左からバロック・ヴァイオリンの稲富さん、私、そして同ヴァイオリンの河内さんです(立ち位置もう少し考えれば良かったなぁー)。稲富さんとは今回が初共演でした。河内さんとは、福岡でのリサイタルにゲスト出演して頂いたり、大阪での「記憶の彼方からの響き」シリーズのコンサートを行って来ています。同シリーズ第3回を7/20に伊丹アイフォニックホールで行いますので、お近くの皆様是非いらしてくださいね!!
 川口教会の聖堂はWar IIの戦火(焼夷弾が落ちたそうです)、そして阪神淡路大震災の被害(塔倒壊)を受け乍らも、修復を繰返しながら現在に至ります。芸術趣味的近代建築でも素敵だと思いますが、煉瓦造りだからでしょうか、とても響きの良い聖堂でした。余談ですが、建設当時の煉瓦は大阪泉州製だそうです。講演会で聞いて知りましたが、大阪の近代建築には大阪製の煉瓦が多く使われているそうです。他の場所で作られたものを大阪に運んだものだとばかり思っていましたので、それにはややびっくり致しました。
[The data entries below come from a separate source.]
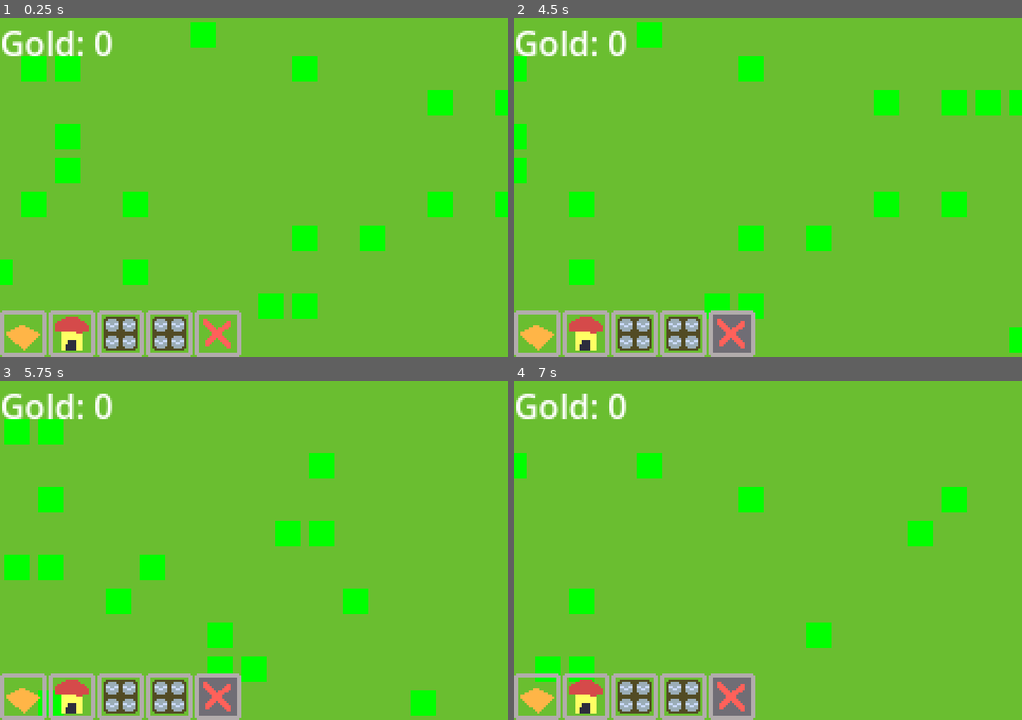
Above: before the commit, frames 1-4 (two rows, left to right).
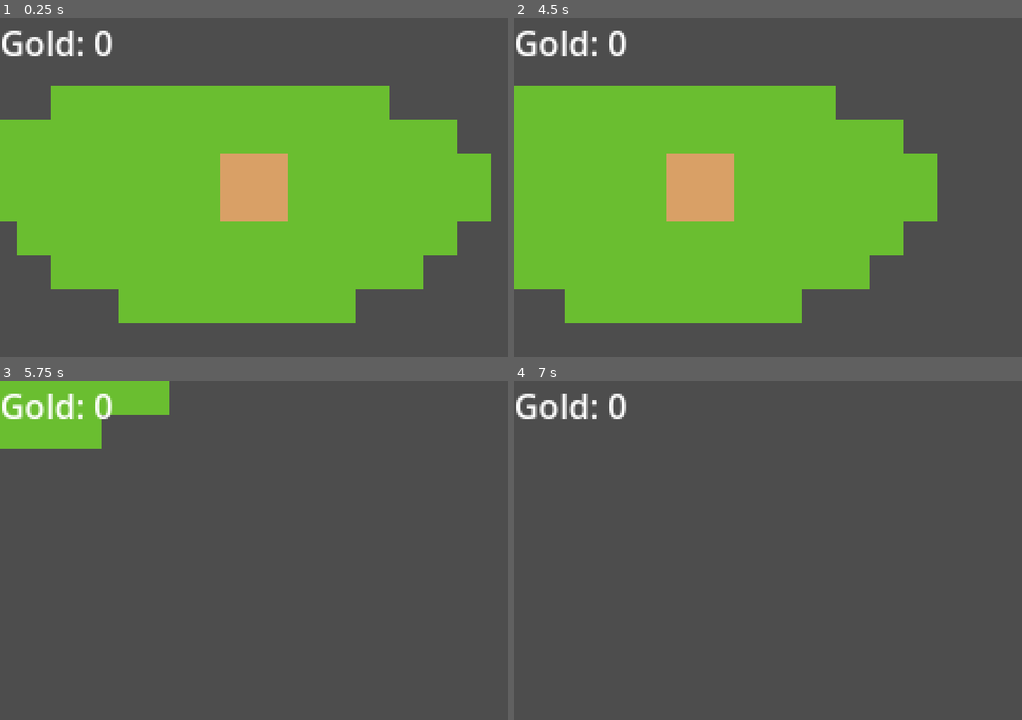
Above: after the commit, the same moments.

Repository: comfy-gamedev/ludum-dare-60
Game: Godot game, scene res://scenes/main/main.tscn
Same seed, same stepped clock (60 frames per second), same inputs: the game is played once before the commit and once after it. The engine's default icon, where the game draws it, is replaced by a stand-in: a white triangle on a blue panel in a dark square.
Inputs (mouse positions are in pixels of both pictures, inside the frame that each line leads up to):
- Up to frame 1 (0.25 s): no input
- Up to frame 2 (4.5 s): click (539, 333) at 0.52 s; click (585, 333) at 1.27 s; click (635, 333) at 2.02 s; click (681, 333) at 2.77 s; click (732, 333) at 3.52 s; tap Enter at 4.25 s; move the mouse to (879, 170) at 4.27 s; hold D (pan_right) from 4.28 s (still down); click (879, 170) at 4.42 s
- Up to frame 3 (5.75 s): move the mouse to (152, 567) at 5.02 s; release D (pan_right) at 5.03 s; hold S (pan_down) from 5.03 s (still down)
- Up to frame 4 (7 s): move the mouse to (818, 475) at 5.77 s; release S (pan_down) at 5.78 s; hold D (pan_right) 5.78-6.53 s; move the mouse to (742, 618) at 6.52 s; hold W (pan_up) from 6.53 s (still down); click (742, 618) at 6.67 s

The runs differ from the first frame. In frame 1, 51% of the frame differs, in the area x 0-100%, y 0-100%; in frame 2, 56%; in frame 3, 95%; in frame 4, 100%.
Error after the commit: Parse Error: The function signature doesn't match the parent. Parent signature is "can_place_item(Vector2i, Item) -> bool". (res://entities/buildings/homebase/…

Commit message:
Homebase

Diff:
--- /dev/null
+++ b/entities/buildings/homebase/homebase.gd
@@ -0,0 +1,100 @@
+extends BaseBuilding
+
+const ITEM_SPRITE = preload("uid://b6ueuaycfmiyo")
+const SLOT_OPEN = 2
+const SLOT_CLOSED = 0
+
+#var items: Array[ItemInstance] = [null, null, null, null, null, null, null, null]
+
+var slot_pos: Array[Vector2i] = [
+	Vector2i(1, 1),
+	Vector2i(0, 1),
+	Vector2i(-1, 1),
+	Vector2i(-1, 0),
+	Vector2i(-1, -1),
+	Vector2i(0, -1),
+	Vector2i(1, -1),
+	Vector2i(1, 0),
+]
+
+@onready var sprites: Array[Sprite2D] = [
+	$SlotSprite0,
+	$SlotSprite1,
+	$SlotSprite2,
+	$SlotSprite3,
+	$SlotSprite4,
+	$SlotSprite5,
+	$SlotSprite6,
+	$SlotSprite7,
+]
+
+
+func _init() -> void:
+	grid_transform_changed.connect(_grid_transform_changed)
+
+
+func _ready() -> void:
+	if is_preview:
+		_update()
+		return
+
+	for part in 9:
+		Main.current.building_add_part(self, _part_to_pos(part), part)
+
+	_update()
+
+
+func _part_to_pos(part: int) -> Vector2i:
+	if part == 8:
+		return grid_pos
+	return grid_pos + slot_pos[part]
+
+
+func _pos_to_part(pos: Vector2i) -> int:
+	var pp = pos - grid_pos
+	if pp == Vector2i.ZERO:
+		return 8
+	assert(pp in slot_pos)
+	return slot_pos.find(pp)
+
+
+func _grid_transform_changed() -> void:
+	_update.call_deferred()
+
+
+func can_place_item(pos: Vector2i) -> bool:
+	var part = _pos_to_part(pos)
+	if part == 8: return false
+	return true
+
+
+func can_take_item(_pos: Vector2i) -> bool:
+	return false
+
+
+func place_item(pos: Vector2i, item_inst: ItemInstance) -> void:
+	var part = _pos_to_part(pos)
+	print("place_item(%s, %s), part = %s" % [pos, item_inst, part])
+	assert(part < 8)
+	#assert(items[part] == null)
+	#items[part] = item_inst
+	if item_inst.sprite:
+		item_inst.sprite.queue_free()
+	Main.current.gold += item_inst.value
+	_update.call_deferred()
+
+
+func get_item(_pos: Vector2i) -> ItemInstance:
+	return null
+
+
+func take_item(_pos: Vector2i) -> ItemInstance:
+	assert(false)
+	return null
+
+
+func _update() -> void:
+	pass
+	#for part in 8:
+	#	if items[part]:
+	#		items[part].require_sprite().position = Vector2(_part_to_pos(part)) * GridMetric.GRID_PX
--- /dev/null
+++ b/entities/buildings/homebase/homebase.tscn
@@ -0,0 +1,76 @@
+[gd_scene format=3 uid="uid://xgk4sw8nurj8"]
+
+[ext_resource type="Script" uid="uid://cms8nwbv42ij7" path="res://entities/buildings/homebase/homebase.gd" id="1_hfr5c"]
+[ext_resource type="Texture2D" uid="uid://c3yyernxxl2g0" path="res://entities/buildings/homebase/homebase_center.png" id="1_xt1oo"]
+[ext_resource type="Texture2D" uid="uid://d082pk6q21lbm" path="res://entities/buildings/factory/factory.png" id="2_hfr5c"]
+
+[node name="Homebase" type="Node2D" unique_id=88169237]
+script = ExtResource("1_hfr5c")
+
+[node name="HomebaseCenter" type="Sprite2D" parent="." unique_id=2072700081]
+position = Vector2(8, 8)
+texture = ExtResource("1_xt1oo")
+
+[node name="SlotSprite0" type="Sprite2D" parent="." unique_id=127167537]
+position = Vector2(24, 24)
+scale = Vector2(2, 2)
+texture = ExtResource("2_hfr5c")
+hframes = 4
+vframes = 2
+frame = 2
+
+[node name="SlotSprite1" type="Sprite2D" parent="." unique_id=1973210380]
+position = Vector2(8, 24)
+scale = Vector2(2, 2)
+texture = ExtResource("2_hfr5c")
+hframes = 4
+vframes = 2
+frame = 2
+
+[node name="SlotSprite2" type="Sprite2D" parent="." unique_id=1737064230]
+position = Vector2(-8, 24)
+scale = Vector2(2, 2)
+texture = ExtResource("2_hfr5c")
+hframes = 4
+vframes = 2
+frame = 2
+
+[node name="SlotSprite3" type="Sprite2D" parent="." unique_id=1068211097]
+position = Vector2(-8, 8)
+scale = Vector2(2, 2)
+texture = ExtResource("2_hfr5c")
+hframes = 4
+vframes = 2
+frame = 2
+
+[node name="SlotSprite4" type="Sprite2D" parent="." unique_id=76287342]
+position = Vector2(-8, -8)
+scale = Vector2(2, 2)
+texture = ExtResource("2_hfr5c")
+hframes = 4
+vframes = 2
+frame = 2
+
+[node name="SlotSprite5" type="Sprite2D" parent="." unique_id=1897695915]
+position = Vector2(8, -8)
+scale = Vector2(2, 2)
+texture = ExtResource("2_hfr5c")
+hframes = 4
+vframes = 2
+frame = 2
+
+[node name="SlotSprite6" type="Sprite2D" parent="." unique_id=2076674736]
+position = Vector2(24, -8)
+scale = Vector2(2, 2)
+texture = ExtResource("2_hfr5c")
+hframes = 4
+vframes = 2
+frame = 2
+
+[node name="SlotSprite7" type="Sprite2D" parent="." unique_id=862962370]
+position = Vector2(24, 8)
+scale = Vector2(2, 2)
+texture = ExtResource("2_hfr5c")
+hframes = 4
+vframes = 2
+frame = 2
--- a/scenes/main/main.gd
+++ b/scenes/main/main.gd
@@ -11,6 +11,7 @@
 const HOUSE = preload("uid://6gtvs4ggkcwd")
 const TREE = preload("uid://bayold7n6brg0")
 const PIT = preload("uid://btc2onty6jr4i")
+const HOMEBASE = preload("uid://xgk4sw8nurj8")
 
 static var current: Main
 
@@ -54,11 +55,20 @@
 func _ready() -> void:
 	current = self
 
+	var hb = HOMEBASE.instantiate()
+	@warning_ignore("integer_division")
+	hb.grid_pos = WORLD_SIZE / 2
+	entity_root.add_child(hb)
+
 	for y in WORLD_SIZE.y:
 		for x in WORLD_SIZE.x:
 			var p := Vector2i(x, y)
 			surface_tile_map_layer.set_cell(p, 1, Vector2i(0, 0))
-			if randi_range(0, 10) == 0:
+
+	for y in WORLD_SIZE.y:
+		for x in WORLD_SIZE.x:
+			var p := Vector2i(x, y)
+			if randi_range(0, 10) == 0 and get_tile_type(p) == TileType.NOTHING:
 				var tree = TREE.instantiate()
 				tree.grid_pos = p
 				entity_root.add_child(tree)
--- a/systems/crafting/cookbook.gd
+++ b/systems/crafting/cookbook.gd
@@ -5,6 +5,7 @@
 const RECIPE_DIR = "res://systems/crafting/recipes/"
 
 static var recipes: Array[Recipe]
+
 
 static func _static_init() -> void:
 	for f in DirAccess.get_files_at(RECIPE_DIR):
Binary file removed: entities/buildings/factory/factory_atlas.png
Not shown, added: entities/buildings/homebase/homebase.gd.uid
Binary file added: entities/buildings/homebase/homebase_center.png
Not shown, changed: entities/buildings/homebase/homebase_center.png.import

 そして、5/25にはリコーダーの井上佳代さんと共にオールJ.S.バッハプログラムでのコンサート「J.S.バッハへの憧憬」をアンリュウリコーダーギャラリータケヤマホールにて開催致しました。井上佳代さんとのデュオでのコンサートは、前回が...おっと、直前のルドゥーテ展のコンサートでもこのデュオでオトテールの組曲を演奏しましたが、フル・コンサートとしては前回が2010年の3/13開催の「ヘンデルの憧憬」。この時の終演後、お客様から「次回はJ.S.バッハを演奏して欲しい」との声を頂き、考えること2年少々。何せリコーダー1本とチェンバロでの編成の作品が無いのです。この編成でバッハの作品が演奏されない、ということはむろん無く、よくフルートとオブリガートチェンバロの為のソナタは演奏されていますが、どういう形で演奏するかあれこれ考えるのに時間を要しました。そして、楽譜を準備して...(1曲は手書きもして...)今回の公演を開催する運びとなりました。(どういう形で何を演奏したか、ご興味有る方はプログラムノートとして書いた文章があるので御覧ください)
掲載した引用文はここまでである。